The dust was settling now and Arlo turned quickly.  “The helicopter pilot.  We need him.”

Looking past the crashed helicopter, they could see a figure topping the ridge about fifty meters to the east running as fast as he could.   Turning to Naomi he ordered, “You’re going to have to get him.”

“We don’t need him.  We can leave.  Let someone else get him.  I’m done killing for one day,” she argued.

“He is the one person who can tell us where they were planning to take these guys.  There may or may not be other ways to find out, but he is the best shot,” Arlo sat down hard.  “I’m afraid it’s up to you.”

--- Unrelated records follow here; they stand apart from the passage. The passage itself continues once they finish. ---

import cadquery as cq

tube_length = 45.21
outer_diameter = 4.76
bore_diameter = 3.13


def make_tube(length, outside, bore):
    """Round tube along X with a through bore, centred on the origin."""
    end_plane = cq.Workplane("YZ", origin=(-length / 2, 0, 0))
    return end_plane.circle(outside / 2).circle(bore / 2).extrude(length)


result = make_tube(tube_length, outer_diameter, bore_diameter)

Marshall turned and saw blood running down Arlo’s face.  “Arlo!  Are you going to be all right?  I’ll get the first aid kit.”

“Afraid not kiddo.”

“Head wound.  Lots of blood.  But it looks like it grazed you.  I think you’ll be okay,” Naomi corrected.

“That’s not the problem,” Arlo muttered.  Raising his pant leg, four distinct marks were starting to bruise.  He looked down, “Damn,” he growled.  How long can you survive strikes from three, no looks like four rattlesnake bites?”

They tried.  Marshall knew it was hopeless, but they tried anyway.  They made it back to the Wendover Community Health Center is thirty minutes.  Arlo was unconscious before they were half way back.  He lived for nearly four hours.